Gutierrez-Brizuela holds that, Padilla-Caldera II and several other circuit precedents notwithstanding, a court overruling its precedent under Brand X can’t retroactively apply its decision to the parties before it. What business, then, does the court have hearing a Brand X case at all? Its opinion will necessarily be advisory as to the parties; if the agency follows Judge Gorsuch’s rule and doesn’t retroactively apply its decision, the loser will have no standing to challenge it, whereas if the agency violates the rule in order to obtain judicial blessing of its decision, the loser will have standing, but no stake whatsoever in arguing the agency’s decision doesn’t deserve deference. Some parties may, as David Feder argues, be repeat players who care about prospective applications, but others, e.g., individual immigrants seeking review of BIA decisions, won’t be.

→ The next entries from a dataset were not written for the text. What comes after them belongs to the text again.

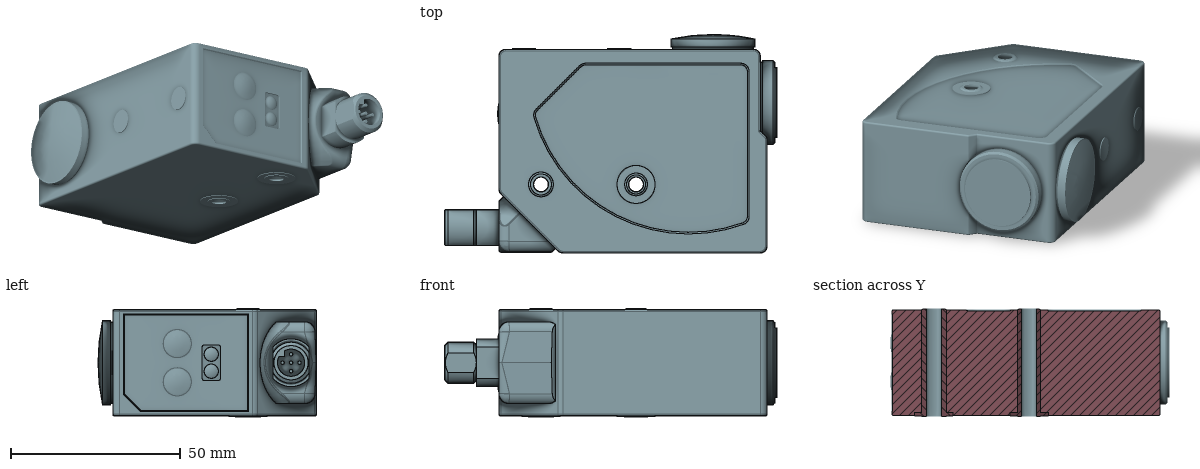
import cadquery as cq
import math


HOUSING_X = 79.0
HOUSING_Y = 60.0
HOUSING_Z = 31.3
TOP = HOUSING_Z / 2
CORNER_CUT = 18.0
STEP = 2.0
STEP_TOP_Y = 36.0
CORNER_R = 2.0
EDGE_R = 0.5

LABEL_RIGHT = 73.7
LABEL_BACK = 55.9
LABEL_ARC_CENTRE = (55.9, 53.0)
LABEL_ARC_R = 47.4
LABEL_ARC_LEFT_Y = 41.35
LABEL_CORNER_R = 2.5
LABEL_DEPTH = 0.3
LABEL_WALL_WIDTH = 0.5

PANEL_Y = (20.1, 56.8)
PANEL_Z = 28.6
PANEL_BEVEL = 4.9
PANEL_DEPTH = 0.3
PANEL_WALL_WIDTH = 0.3
BUTTON_Y = 41.0
BUTTON_PITCH = 11.25
BUTTON_D = 8.3
BUTTON_HEIGHT = 0.7
LAMP_Y = 31.0
LAMP_PITCH = 5.0
LAMP_D = 4.2
LAMP_HEIGHT = 0.6
LAMP_POCKET = (5.4, 10.5)
LAMP_POCKET_DEPTH = 0.4
LAMP_POCKET_R = 0.7

HOLE_PITCH = 28.0
HOLE_XS = (12.4, 12.4 + HOLE_PITCH)
HOLE_Y = 20.2
HOLE_D = 4.3
BUSHING_DIAMETERS = (7.3, 6.7)
BUSHING_LENGTH = 31.9
BUSHING_CHAMFER = 0.55
BUSHING_CHAMFER_HEIGHT = 0.3
FLANGE_D = 11.2
FLANGE_THICKNESS = 1.0
FLANGE_PROUD = 0.15
REAR_BOSS_X = 7.4
REAR_BOSS_D = 6.9
REAR_BOSS_HEIGHT = 0.3
REAR_BOSS_ROOT = 1.0

RIM_D = 24.8
NECK_D = 23.9
NECK_LENGTH = 0.7
WINDOW_Y = 44.3
WINDOW_CHAMFER_START = 80.7
WINDOW_CHAMFER = 0.6
WINDOW_PAD_D = 20.6
WINDOW_END = 81.9
WINDOW_CLEARANCE_D = 25.6
LENS_X = 63.0
LENS_RIM_END = 63.1
LENS_DOME_D = 24.0
LENS_END = 64.37

FOOT_HALF_Z = 12.05
FOOT_HALF_LENGTH = 10.8
FOOT_ARC_START = 4.0
FOOT_RIDGE_Y = 0.15
FOOT_RIDGE_RISE = 0.4
FOOT_EDGE_R = 3.0
FOOT_REAR_EDGE_R = 0.6
FOOT_CORNER_R_MID = 0.9
FOOT_CORNER_R = 3.1
FOOT_CORNER_TAPER_Z = 9.0
PLUG_Y = 7.5
PLUG_END_X = -16.0
PLUG_SHOULDER_X = -6.6
PLUG_COLLAR_D = 14.1
PLUG_NUT_D = 12.1
PLUG_FLATS = 10.6
PLUG_CHAMFER = 1.0
PLUG_BACK_CHAMFER = 0.8
SOCKET_D = 8.0
SOCKET_DEPTH = 8.0
PIN_D = 1.0
PIN_CIRCLE_R = 2.5
PIN_LENGTH = 6.5
KEY_INNER = 1.9


def right_disc(centre, start, end, diameter):
    """Cylinder along X between two X positions, centred at (Y, Z)."""
    return cq.Workplane("YZ", origin=(start, 0, 0)).center(*centre).circle(diameter / 2).extrude(end - start)


def rear_disc(centre, start, end, diameter):
    """Cylinder along Y between two Y positions, centred at (X, Z)."""
    return cq.Workplane("XZ", origin=(0, start, 0)).center(*centre).circle(diameter / 2).extrude(start - end)


def sloped_pad(outline, depth, wall_width):
    """Pad that narrows over its depth; a negative depth runs against the workplane's normal."""
    taper = math.degrees(math.atan2(wall_width, abs(depth)))
    return outline.extrude(depth, taper=taper, combine=False)


def dome(base_d, height, sunk):
    """Spherical cap on the XY plane, with a short cylinder below it."""
    r = base_d / 2
    sphere_r = (r**2 + height**2) / (2 * height)
    half_angle = math.asin(r / sphere_r) / 2
    middle = (sphere_r * math.sin(half_angle), height - sphere_r * (1 - math.cos(half_angle)))
    return (
        cq.Workplane("XZ")
        .moveTo(0, -sunk)
        .lineTo(r, -sunk)
        .lineTo(r, 0)
        .threePointArc(middle, (0, height))
        .close()
        .revolve(360, (0, 0), (0, 1))
    )


def housing_block():
    right_upper = HOUSING_X - STEP
    outline = [
        (CORNER_CUT, 0),
        (HOUSING_X, 0),
        (HOUSING_X, STEP_TOP_Y - STEP),
        (right_upper, STEP_TOP_Y),
        (right_upper, HOUSING_Y),
        (0, HOUSING_Y),
        (0, CORNER_CUT),
    ]
    block = cq.Workplane("XY").workplane(offset=-TOP).polyline(outline).close().extrude(HOUSING_Z)
    step_corners = outline[2:4]
    for x, y in outline:
        if (x, y) in step_corners:
            continue
        block = block.edges(cq.selectors.NearestToPointSelector((x, y, 0))).fillet(CORNER_R)
    return block.faces("|Z").edges().fillet(EDGE_R)


def label_recess():
    """Cutter with sloped walls, leaving a round island about the second bushing."""
    cx, cy = LABEL_ARC_CENTRE

    def arc_y(x):
        return cy - math.sqrt(LABEL_ARC_R**2 - (x - cx) ** 2)

    arc_left_x = cx - math.sqrt(LABEL_ARC_R**2 - (cy - LABEL_ARC_LEFT_Y) ** 2)
    bevel_back_x = arc_left_x + LABEL_BACK - LABEL_ARC_LEFT_Y
    arc_mid_x = (arc_left_x + LABEL_RIGHT) / 2
    blank = (
        cq.Workplane("XY")
        .moveTo(arc_left_x, LABEL_ARC_LEFT_Y)
        .threePointArc((arc_mid_x, arc_y(arc_mid_x)), (LABEL_RIGHT, arc_y(LABEL_RIGHT)))
        .lineTo(LABEL_RIGHT, LABEL_BACK)
        .lineTo(bevel_back_x, LABEL_BACK)
        .close()
        .extrude(LABEL_DEPTH)
        .edges("|Z")
        .fillet(LABEL_CORNER_R)
    )
    pad = sloped_pad(blank.faces("<Z").wires().toPending(), -LABEL_DEPTH, LABEL_WALL_WIDTH)
    pad = pad.translate((0, 0, TOP))
    island = cq.Workplane("XY").center(HOLE_XS[1], HOLE_Y).circle(FLANGE_D / 2).extrude(HOUSING_Z)
    return pad.cut(island)


def panel_recess():
    y0, y1 = PANEL_Y
    half = PANEL_Z / 2
    outline = [(y0, -half), (y1 - PANEL_BEVEL, -half), (y1, -half + PANEL_BEVEL), (y1, half), (y0, half)]
    return sloped_pad(cq.Workplane("YZ").polyline(outline).close(), PANEL_DEPTH, PANEL_WALL_WIDTH)


def lamp_pocket():
    pocket = cq.Workplane("YZ").center(LAMP_Y, 0).rect(*LAMP_POCKET).extrude(PANEL_DEPTH + LAMP_POCKET_DEPTH)
    return pocket.edges("|X").fillet(LAMP_POCKET_R)


def add_dome_pair(body, y, pitch, diameter, height, floor_x):
    """Adds two domes, one above the other, to a floor that faces -X."""
    cap = dome(diameter, height, PANEL_DEPTH).rotate((0, 0, 0), (0, 1, 0), -90)
    for z in (-pitch / 2, pitch / 2):
        body = body.union(cap.translate((floor_x, y, z)))
    return body


def housing():
    body = housing_block()
    body = body.cut(label_recess())
    body = body.cut(panel_recess()).cut(lamp_pocket())
    body = add_dome_pair(body, BUTTON_Y, BUTTON_PITCH, BUTTON_D, BUTTON_HEIGHT, PANEL_DEPTH)
    lamp_floor = PANEL_DEPTH + LAMP_POCKET_DEPTH
    body = add_dome_pair(body, LAMP_Y, LAMP_PITCH, LAMP_D, LAMP_HEIGHT, lamp_floor)
    for boss_x in (REAR_BOSS_X, REAR_BOSS_X + HOLE_PITCH):
        boss_root = HOUSING_Y - REAR_BOSS_ROOT
        boss_end = HOUSING_Y + REAR_BOSS_HEIGHT
        body = body.union(rear_disc((boss_x, 0), boss_root, boss_end, REAR_BOSS_D))
    clearance = right_disc((WINDOW_Y, 0), HOUSING_X - STEP, HOUSING_X, WINDOW_CLEARANCE_D)
    body = body.cut(clearance)
    for x, diameter in zip(HOLE_XS, BUSHING_DIAMETERS):
        body = body.cut(bushing_blank(x, diameter))
    return body


def bushing_blank(x, diameter):
    """Bushing without its bore: a sleeve, chamfered on top, with a flange at the bottom."""
    half = BUSHING_LENGTH / 2
    sleeve = cq.Workplane("XY").workplane(offset=-half).circle(diameter / 2).extrude(BUSHING_LENGTH)
    sleeve = sleeve.faces(">Z").edges().chamfer(BUSHING_CHAMFER_HEIGHT, BUSHING_CHAMFER)
    flange_bottom = -TOP - FLANGE_PROUD
    flange = cq.Workplane("XY").workplane(offset=flange_bottom).circle(FLANGE_D / 2).extrude(FLANGE_THICKNESS)
    return sleeve.union(flange).translate((x, HOLE_Y, 0))


def bushing(x, diameter):
    bore = cq.Workplane("XY").center(x, HOLE_Y).circle(HOLE_D / 2).extrude(BUSHING_LENGTH, both=True)
    return bushing_blank(x, diameter).cut(bore)


def window():
    seat_x = HOUSING_X - STEP
    centre = (WINDOW_Y, 0)
    rim_end = WINDOW_CHAMFER_START + WINDOW_CHAMFER
    neck = right_disc(centre, seat_x, seat_x + NECK_LENGTH, NECK_D)
    rim = right_disc(centre, seat_x + NECK_LENGTH, rim_end, RIM_D).faces(">X").edges().chamfer(WINDOW_CHAMFER)
    pad = right_disc(centre, rim_end, WINDOW_END, WINDOW_PAD_D)
    return neck.union(rim).union(pad)


def lens():
    centre = (LENS_X, 0)
    neck = rear_disc(centre, HOUSING_Y, HOUSING_Y + NECK_LENGTH, NECK_D)
    rim = rear_disc(centre, HOUSING_Y + NECK_LENGTH, LENS_RIM_END, RIM_D)
    cap = dome(LENS_DOME_D, LENS_END - LENS_RIM_END, NECK_LENGTH)
    cap = cap.rotate((0, 0, 0), (1, 0, 0), -90).translate((LENS_X, LENS_RIM_END, 0))
    return neck.union(rim).union(cap)


def foot_front_y(z):
    """Y of the foot's front face, two planes that meet in a shallow ridge at mid height."""
    return FOOT_RIDGE_Y + FOOT_RIDGE_RISE * abs(z) / FOOT_HALF_Z


def foot_corner_section(z, radius):
    """What a rounding leaves over in the front left corner at height z."""
    front = foot_front_y(z)
    on_arc = radius * (1 - math.sqrt(0.5))
    return (
        cq.Workplane("XY", origin=(0, 0, z))
        .moveTo(0, front)
        .lineTo(radius, front)
        .threePointArc((on_arc, front + on_arc), (0, front + radius))
        .close()
        .val()
    )


def foot_corner_cutter(side):
    """Rounds the front left corner of one half; the radius grows away from mid height."""
    sections = [
        foot_corner_section(0, FOOT_CORNER_R_MID),
        foot_corner_section(side * FOOT_CORNER_TAPER_Z, FOOT_CORNER_R),
        foot_corner_section(side * FOOT_HALF_Z, FOOT_CORNER_R),
    ]
    return cq.Workplane(cq.Solid.makeLoft(sections, True))


def connector_foot():
    """Block standing square on the 45 degree face, trimmed by a left and a ridged front face."""
    face = cq.Plane(origin=(CORNER_CUT / 2, CORNER_CUT / 2, 0), xDir=(-1, 1, 0), normal=(-1, -1, 0))
    foot = (
        cq.Workplane(face)
        .moveTo(-FOOT_HALF_LENGTH, -FOOT_HALF_Z)
        .lineTo(FOOT_ARC_START, -FOOT_HALF_Z)
        .threePointArc((FOOT_HALF_LENGTH, 0), (FOOT_ARC_START, FOOT_HALF_Z))
        .lineTo(-FOOT_HALF_LENGTH, FOOT_HALF_Z)
        .close()
        .extrude(CORNER_CUT)
    )
    end_y = foot_front_y(FOOT_HALF_Z)
    envelope = (
        cq.Workplane("YZ")
        .moveTo(CORNER_CUT, -FOOT_HALF_Z)
        .lineTo(end_y, -FOOT_HALF_Z)
        .lineTo(FOOT_RIDGE_Y, 0)
        .lineTo(end_y, FOOT_HALF_Z)
        .lineTo(CORNER_CUT, FOOT_HALF_Z)
        .close()
        .extrude(CORNER_CUT)
    )
    foot = foot.intersect(envelope)
    for side in (-1, 1):
        foot = foot.cut(foot_corner_cutter(side))
    for side in (-1, 1):
        front_edge = (CORNER_CUT / 2, end_y, side * FOOT_HALF_Z)
        foot = foot.edges(cq.selectors.NearestToPointSelector(front_edge)).fillet(FOOT_EDGE_R)
    return foot.faces("<X").edges(">Y").fillet(FOOT_REAR_EDGE_R)


def plug():
    centre = (PLUG_Y, 0)
    collar = right_disc(centre, PLUG_SHOULDER_X, 0, PLUG_COLLAR_D)
    nut = right_disc(centre, PLUG_END_X, PLUG_SHOULDER_X, PLUG_NUT_D)
    nut = nut.faces("<X").edges().chamfer(PLUG_CHAMFER).faces(">X").edges().chamfer(PLUG_BACK_CHAMFER)
    body = nut.union(collar)
    flats = cq.Workplane("XY").box(-2 * PLUG_END_X, PLUG_FLATS, HOUSING_Z).translate((0, PLUG_Y, 0))
    body = body.intersect(flats)
    socket_floor = PLUG_END_X + SOCKET_DEPTH
    socket = right_disc(centre, PLUG_END_X, socket_floor, SOCKET_D)
    key = (
        cq.Workplane("XY")
        .box(SOCKET_DEPTH, SOCKET_D, SOCKET_D, centered=False)
        .translate((PLUG_END_X, PLUG_Y + KEY_INNER, KEY_INNER))
    )
    body = body.cut(socket.cut(key))
    pin_centres = [(0, 0)]
    for offset in (-PIN_CIRCLE_R, PIN_CIRCLE_R):
        pin_centres += [(offset, 0), (0, offset)]
    for y, z in pin_centres:
        body = body.union(right_disc((PLUG_Y + y, z), socket_floor - PIN_LENGTH, socket_floor, PIN_D))
    return body


bushings = [bushing(x, diameter) for x, diameter in zip(HOLE_XS, BUSHING_DIAMETERS)]
bodies = [housing(), *bushings, window(), lens(), connector_foot(), plug()]
result = cq.Compound.makeCompound([body.val() for body in bodies])

What does Judge Gorsuch have to say about all this? That the advisory opinion-giving he contemplates isn’t “entirely foreign” to the law, given that in qualified-immunity cases courts will sometimes announce a constitutional rule and not apply it to the parties for lack of prior clear settlement. This analogy is farcically inapposite. Every § 1983 plaintiff argues that the rule he claims the defendant violated is clearly established and should apply in his case; it’s never preordained that the rule he claims was violated won’t apply in his case. A court hearing such cases, then, isn’t engaged in an inevitably advisory enterprise where some or all parties lack standing to argue academic propositions to the court. In Judge Gorsuch’s through-the-looking-glass take on Brand X, though, a court reviewing an agency decision that diverged from prior precedent would know that nothing it could say could ever affect the parties, who would essentially function as unwilling amici, compelled by Judge Gorsuch’s attempt to overrule Brand X from below to participate in an unconstitutional exercise. It is sad that Judge Gorsuch would destroy real Article III values in order to save fake ones.